[Work request] What lines in the entries below contain the word "estimate"? Copy all of them.

(Stored data)
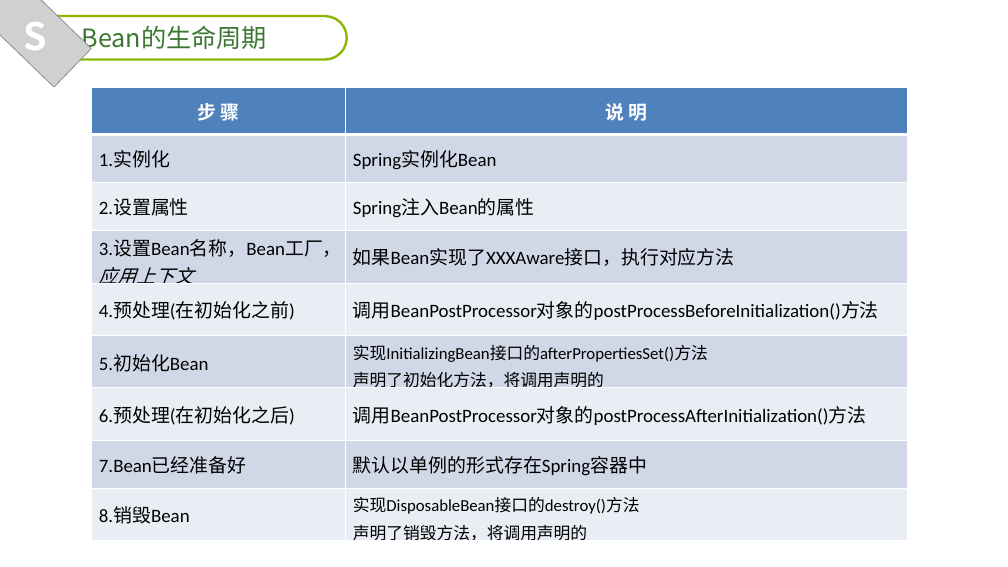
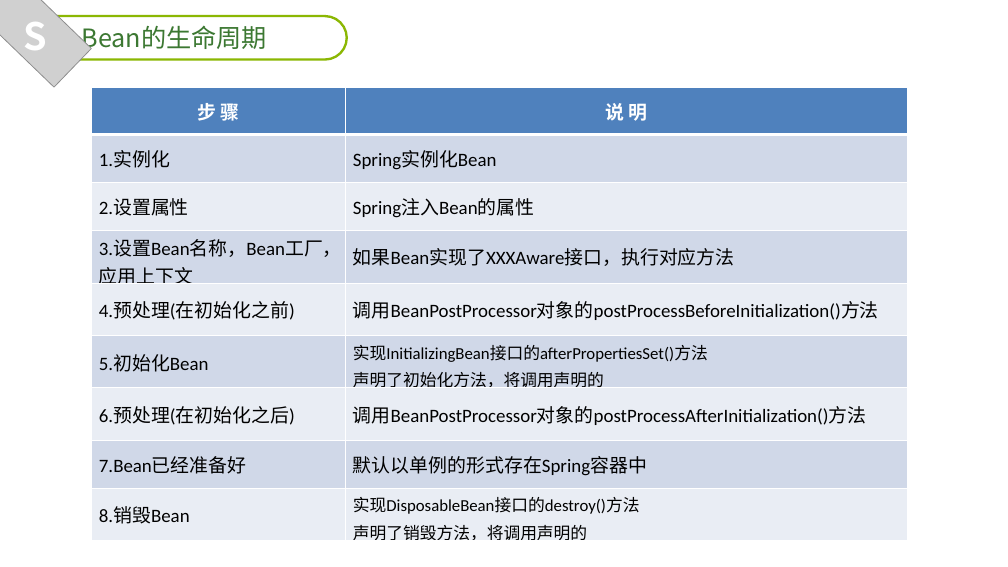
Before and after one commit to edu2act/course-spring, a slide deck: slide 17 of ch02-Spring-Bean's-Lifecycle/ch02-slide-Spring-Bean's-Lifecycle.pptx. Drawn at 1008x567 pixels with LibreOffice and Linux fonts; fonts in the diff are those of the drawing; grey boxes stand for pictures; background and template pictures are left out. Boxes give left, top, right and bottom in pixels: in the first picture for what was removed or moved away, otherwise in the second. Text is boxed around its words. In the diff, an @@ line names an element or a change of style, - is before the commit and + after.

```diff
--- a/ch02-Spring-Bean's-Lifecycle/ch02-slide-Spring-Bean's-Lifecycle.pptx
+++ b/ch02-Spring-Bean's-Lifecycle/ch02-slide-Spring-Bean's-Lifecycle.pptx
@@ table at (91,87,907,544) @@
@@ italic off in "3.设置Bean名称，Bean工厂，应用上下文" @@
```
Also in this commit, not shown: 1 other slide changed, 1 other file.
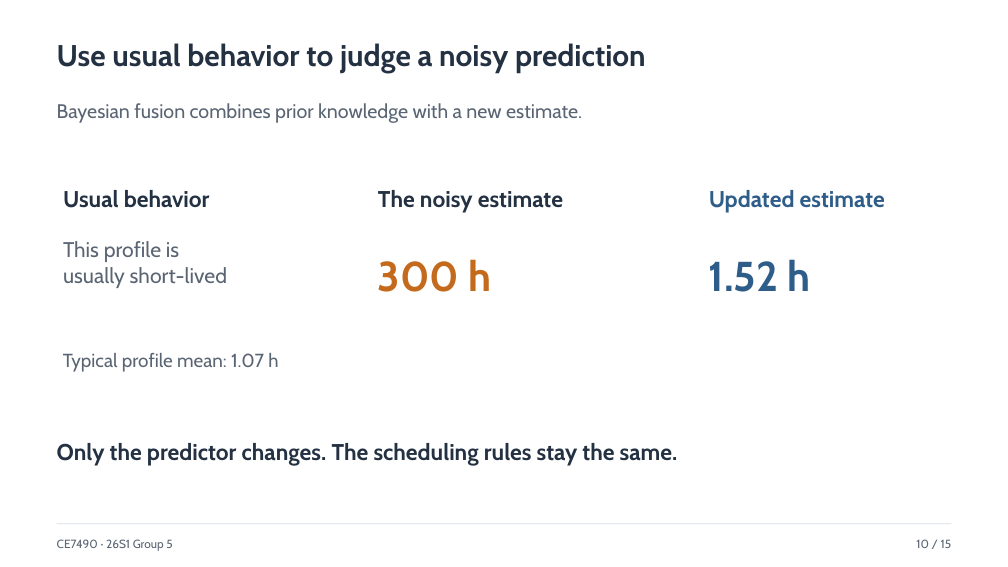
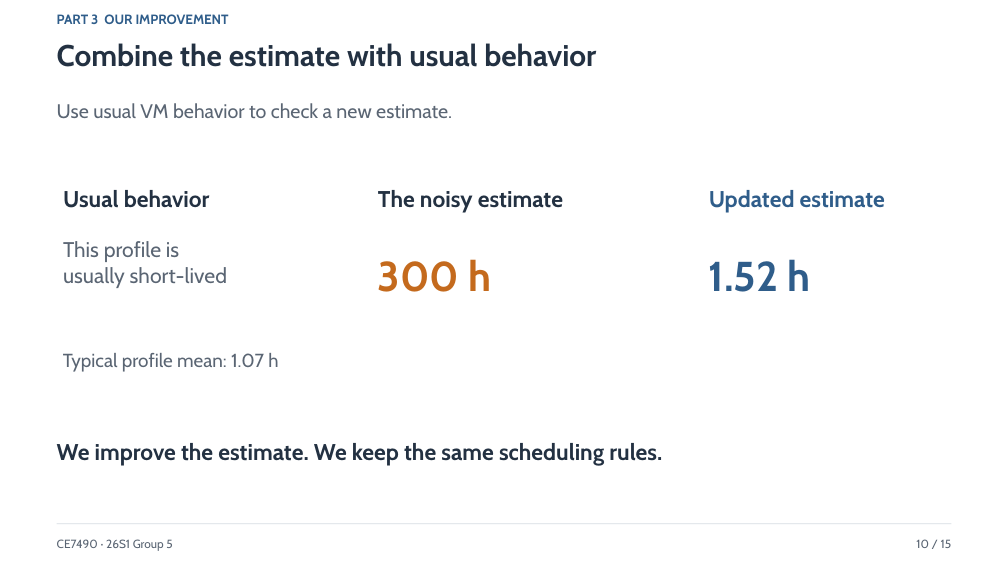
Before and after one commit to xxxmian/CE7490-P2_Revisiting_LAVA, a slide deck: slide 10 of Revisiting_Lifetime_Aware_VM_Allocation_Presentation_v4.pptx. Drawn at 1008x567 pixels with LibreOffice and Linux fonts; fonts in the diff are those of the drawing. Boxes give left, top, right and bottom in pixels: in the first picture for what was removed or moved away, otherwise in the second. Text is boxed around its words. In the diff, an @@ line names an element or a change of style, - is before the commit and + after.

```diff
--- a/Revisiting_Lifetime_Aware_VM_Allocation_Presentation_v4.pptx
+++ b/Revisiting_Lifetime_Aware_VM_Allocation_Presentation_v4.pptx
@@ text added at <box>57,14,229,24</box>, 12.8 pt, text #2F5D8A, bold @@
+PART 3 OUR IMPROVEMENT
@@ text at <box>57,43,596,67</box>: text changed @@
-Use usual behavior to judge a noisy prediction
+Combine the estimate with usual behavior
@@ text at <box>57,103,452,118</box>: text changed @@
-Bayesian fusion combines prior knowledge with a new estimate.
+Use usual VM behavior to check a new estimate.
@@ text at <box>57,443,662,466</box>: text changed @@
-Only the predictor changes. The scheduling rules stay the same.
+We improve the estimate. We keep the same scheduling rules.
```
Also in this commit, not shown: 12 other slides changed, 2 slides added, 2 slides removed, 6 other files.

[Response area]
+Combine the estimate with usual behavior
-Bayesian fusion combines prior knowledge with a new estimate.
+Use usual VM behavior to check a new estimate.
+We improve the estimate. We keep the same scheduling rules.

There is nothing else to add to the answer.